Assigned task → Reproduce, please, only the lines from the first line below to the line containing "- Up to frame 1 (0.1 s): no input", inclusive.
(Available data)
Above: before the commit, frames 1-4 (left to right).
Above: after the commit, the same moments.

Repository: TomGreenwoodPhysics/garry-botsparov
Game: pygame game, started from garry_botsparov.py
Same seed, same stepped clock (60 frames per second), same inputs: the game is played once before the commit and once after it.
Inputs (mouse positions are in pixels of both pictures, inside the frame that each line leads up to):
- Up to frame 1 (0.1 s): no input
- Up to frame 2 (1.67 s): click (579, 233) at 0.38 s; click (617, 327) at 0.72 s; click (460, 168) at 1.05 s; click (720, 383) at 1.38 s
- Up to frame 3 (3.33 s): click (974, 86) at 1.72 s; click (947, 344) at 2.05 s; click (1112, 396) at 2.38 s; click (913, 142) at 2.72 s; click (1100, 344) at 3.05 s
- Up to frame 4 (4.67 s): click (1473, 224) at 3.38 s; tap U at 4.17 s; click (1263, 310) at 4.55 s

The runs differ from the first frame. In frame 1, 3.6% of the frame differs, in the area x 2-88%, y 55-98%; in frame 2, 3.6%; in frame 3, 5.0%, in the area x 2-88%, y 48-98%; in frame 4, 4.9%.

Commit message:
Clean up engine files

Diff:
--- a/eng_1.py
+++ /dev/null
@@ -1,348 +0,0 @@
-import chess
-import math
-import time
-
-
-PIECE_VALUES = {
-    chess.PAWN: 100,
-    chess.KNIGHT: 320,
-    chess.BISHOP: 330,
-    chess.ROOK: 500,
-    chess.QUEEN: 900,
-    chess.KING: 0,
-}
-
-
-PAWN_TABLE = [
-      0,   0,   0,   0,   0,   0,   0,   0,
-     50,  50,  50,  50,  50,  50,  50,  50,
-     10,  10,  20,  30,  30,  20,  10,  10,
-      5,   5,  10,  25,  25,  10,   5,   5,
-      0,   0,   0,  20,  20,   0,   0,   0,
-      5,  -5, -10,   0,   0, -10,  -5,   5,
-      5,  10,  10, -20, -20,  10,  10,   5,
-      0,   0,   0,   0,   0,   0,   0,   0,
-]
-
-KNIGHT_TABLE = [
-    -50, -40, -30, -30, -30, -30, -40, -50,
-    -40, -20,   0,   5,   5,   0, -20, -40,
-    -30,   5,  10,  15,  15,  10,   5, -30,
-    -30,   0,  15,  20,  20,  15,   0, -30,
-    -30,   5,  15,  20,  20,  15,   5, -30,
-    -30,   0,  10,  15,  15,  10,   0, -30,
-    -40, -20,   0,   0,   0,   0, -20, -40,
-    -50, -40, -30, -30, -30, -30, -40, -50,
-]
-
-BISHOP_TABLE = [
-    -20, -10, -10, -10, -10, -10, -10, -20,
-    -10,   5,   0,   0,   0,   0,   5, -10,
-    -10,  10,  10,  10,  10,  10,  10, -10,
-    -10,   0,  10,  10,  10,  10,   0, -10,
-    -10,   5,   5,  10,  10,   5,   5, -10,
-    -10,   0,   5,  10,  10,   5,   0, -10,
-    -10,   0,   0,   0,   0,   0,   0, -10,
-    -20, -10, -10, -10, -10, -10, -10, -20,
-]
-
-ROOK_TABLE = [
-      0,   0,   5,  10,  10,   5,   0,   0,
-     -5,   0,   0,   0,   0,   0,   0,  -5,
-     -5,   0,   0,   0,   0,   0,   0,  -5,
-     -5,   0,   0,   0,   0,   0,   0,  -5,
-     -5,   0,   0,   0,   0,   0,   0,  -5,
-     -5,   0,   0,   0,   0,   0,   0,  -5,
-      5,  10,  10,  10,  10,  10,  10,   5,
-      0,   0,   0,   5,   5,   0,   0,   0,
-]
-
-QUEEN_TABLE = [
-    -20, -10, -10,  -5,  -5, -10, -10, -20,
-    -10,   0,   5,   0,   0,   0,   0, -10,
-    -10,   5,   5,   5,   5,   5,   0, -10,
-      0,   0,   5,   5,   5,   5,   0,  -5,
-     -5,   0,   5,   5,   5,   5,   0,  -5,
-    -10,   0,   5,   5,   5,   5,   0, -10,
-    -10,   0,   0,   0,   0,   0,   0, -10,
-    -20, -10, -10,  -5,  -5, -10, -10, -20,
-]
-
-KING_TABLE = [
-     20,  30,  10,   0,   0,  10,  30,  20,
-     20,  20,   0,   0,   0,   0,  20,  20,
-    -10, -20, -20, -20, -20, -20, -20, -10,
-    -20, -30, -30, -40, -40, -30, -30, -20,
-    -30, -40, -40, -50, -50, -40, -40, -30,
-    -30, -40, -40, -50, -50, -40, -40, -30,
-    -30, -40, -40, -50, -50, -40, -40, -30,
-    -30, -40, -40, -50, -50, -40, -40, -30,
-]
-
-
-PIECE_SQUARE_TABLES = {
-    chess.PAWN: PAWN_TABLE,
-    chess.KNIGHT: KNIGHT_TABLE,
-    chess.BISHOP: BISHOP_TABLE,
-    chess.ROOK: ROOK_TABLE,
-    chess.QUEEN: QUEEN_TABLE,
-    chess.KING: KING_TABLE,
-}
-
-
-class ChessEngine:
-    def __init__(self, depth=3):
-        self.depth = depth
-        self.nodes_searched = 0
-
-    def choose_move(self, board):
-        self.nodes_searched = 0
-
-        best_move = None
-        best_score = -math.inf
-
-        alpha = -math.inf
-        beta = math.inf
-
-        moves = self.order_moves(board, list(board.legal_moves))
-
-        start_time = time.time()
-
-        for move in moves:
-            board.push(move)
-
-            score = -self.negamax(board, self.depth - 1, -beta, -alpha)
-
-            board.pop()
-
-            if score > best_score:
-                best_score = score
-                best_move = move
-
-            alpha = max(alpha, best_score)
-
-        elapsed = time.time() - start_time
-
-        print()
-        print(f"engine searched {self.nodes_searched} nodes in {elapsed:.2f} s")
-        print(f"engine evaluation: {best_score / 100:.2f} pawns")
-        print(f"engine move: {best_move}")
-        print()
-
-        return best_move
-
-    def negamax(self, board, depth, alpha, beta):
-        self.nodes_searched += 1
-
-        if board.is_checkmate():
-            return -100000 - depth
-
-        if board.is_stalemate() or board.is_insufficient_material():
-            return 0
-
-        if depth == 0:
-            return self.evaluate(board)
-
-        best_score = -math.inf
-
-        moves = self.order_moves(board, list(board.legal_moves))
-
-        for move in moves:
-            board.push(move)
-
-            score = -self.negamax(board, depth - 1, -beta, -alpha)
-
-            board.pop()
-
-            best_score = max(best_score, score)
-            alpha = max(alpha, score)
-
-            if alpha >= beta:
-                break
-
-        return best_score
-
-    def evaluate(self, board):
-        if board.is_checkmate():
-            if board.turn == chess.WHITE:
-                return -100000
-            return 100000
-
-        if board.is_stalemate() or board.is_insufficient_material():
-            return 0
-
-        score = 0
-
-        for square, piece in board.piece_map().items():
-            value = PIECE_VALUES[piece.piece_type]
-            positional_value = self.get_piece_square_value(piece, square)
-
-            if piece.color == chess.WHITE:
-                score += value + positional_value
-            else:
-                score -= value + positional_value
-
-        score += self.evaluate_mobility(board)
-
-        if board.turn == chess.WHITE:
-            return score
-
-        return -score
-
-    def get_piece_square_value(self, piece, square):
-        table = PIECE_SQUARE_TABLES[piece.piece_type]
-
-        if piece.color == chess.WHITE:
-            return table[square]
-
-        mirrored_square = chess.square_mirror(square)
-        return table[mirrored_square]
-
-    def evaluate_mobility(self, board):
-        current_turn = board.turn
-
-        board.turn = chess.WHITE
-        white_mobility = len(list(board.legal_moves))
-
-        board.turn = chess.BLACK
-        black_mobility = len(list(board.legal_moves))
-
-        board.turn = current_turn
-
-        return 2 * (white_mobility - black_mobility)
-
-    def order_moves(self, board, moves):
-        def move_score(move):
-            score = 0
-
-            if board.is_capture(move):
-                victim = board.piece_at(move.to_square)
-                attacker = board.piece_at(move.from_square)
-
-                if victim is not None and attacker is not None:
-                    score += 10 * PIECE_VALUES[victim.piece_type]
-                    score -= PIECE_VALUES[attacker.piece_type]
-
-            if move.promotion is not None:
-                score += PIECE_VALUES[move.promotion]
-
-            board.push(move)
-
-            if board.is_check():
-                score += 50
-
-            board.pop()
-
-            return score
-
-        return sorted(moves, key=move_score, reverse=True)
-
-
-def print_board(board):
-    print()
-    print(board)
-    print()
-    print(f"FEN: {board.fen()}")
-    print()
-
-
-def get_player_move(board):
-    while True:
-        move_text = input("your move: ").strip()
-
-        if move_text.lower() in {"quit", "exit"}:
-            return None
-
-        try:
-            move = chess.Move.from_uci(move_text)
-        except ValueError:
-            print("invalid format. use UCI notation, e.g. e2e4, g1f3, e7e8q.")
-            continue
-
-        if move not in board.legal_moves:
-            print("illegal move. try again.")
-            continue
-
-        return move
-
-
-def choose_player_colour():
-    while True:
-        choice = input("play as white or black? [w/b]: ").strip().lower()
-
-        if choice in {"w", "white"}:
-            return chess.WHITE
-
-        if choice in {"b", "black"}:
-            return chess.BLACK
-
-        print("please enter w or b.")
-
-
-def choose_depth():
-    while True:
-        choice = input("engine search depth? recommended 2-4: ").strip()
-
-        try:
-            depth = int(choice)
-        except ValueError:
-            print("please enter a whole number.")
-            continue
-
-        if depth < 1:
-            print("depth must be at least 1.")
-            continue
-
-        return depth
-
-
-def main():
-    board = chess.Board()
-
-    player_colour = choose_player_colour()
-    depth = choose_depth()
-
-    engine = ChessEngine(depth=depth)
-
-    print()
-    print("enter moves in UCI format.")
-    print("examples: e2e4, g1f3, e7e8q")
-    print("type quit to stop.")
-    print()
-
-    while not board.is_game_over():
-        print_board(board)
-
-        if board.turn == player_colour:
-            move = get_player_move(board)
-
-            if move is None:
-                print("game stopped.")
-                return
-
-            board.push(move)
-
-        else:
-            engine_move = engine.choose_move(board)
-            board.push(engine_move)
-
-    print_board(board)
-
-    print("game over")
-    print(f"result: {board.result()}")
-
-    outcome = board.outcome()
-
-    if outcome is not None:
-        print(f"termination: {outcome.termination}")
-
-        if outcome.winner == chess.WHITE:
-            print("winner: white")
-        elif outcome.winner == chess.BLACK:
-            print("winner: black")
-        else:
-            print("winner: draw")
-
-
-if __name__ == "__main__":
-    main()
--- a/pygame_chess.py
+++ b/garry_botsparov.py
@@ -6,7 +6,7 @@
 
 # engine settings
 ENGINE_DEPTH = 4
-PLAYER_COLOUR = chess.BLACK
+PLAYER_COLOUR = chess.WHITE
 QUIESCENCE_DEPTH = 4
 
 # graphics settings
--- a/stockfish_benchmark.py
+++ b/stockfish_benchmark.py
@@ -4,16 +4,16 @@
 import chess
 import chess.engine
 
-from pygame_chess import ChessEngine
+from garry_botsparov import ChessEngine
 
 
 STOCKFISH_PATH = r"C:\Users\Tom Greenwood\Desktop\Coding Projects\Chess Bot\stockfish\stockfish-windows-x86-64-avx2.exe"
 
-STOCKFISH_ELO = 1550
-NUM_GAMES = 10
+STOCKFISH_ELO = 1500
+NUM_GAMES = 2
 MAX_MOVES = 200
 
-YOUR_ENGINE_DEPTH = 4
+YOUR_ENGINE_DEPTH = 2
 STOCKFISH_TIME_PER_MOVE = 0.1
(End Available data)
Written solution →
Above: before the commit, frames 1-4 (left to right).
Above: after the commit, the same moments.

Repository: TomGreenwoodPhysics/garry-botsparov
Game: pygame game, started from garry_botsparov.py
Same seed, same stepped clock (60 frames per second), same inputs: the game is played once before the commit and once after it.
Inputs (mouse positions are in pixels of both pictures, inside the frame that each line leads up to):
- Up to frame 1 (0.1 s): no input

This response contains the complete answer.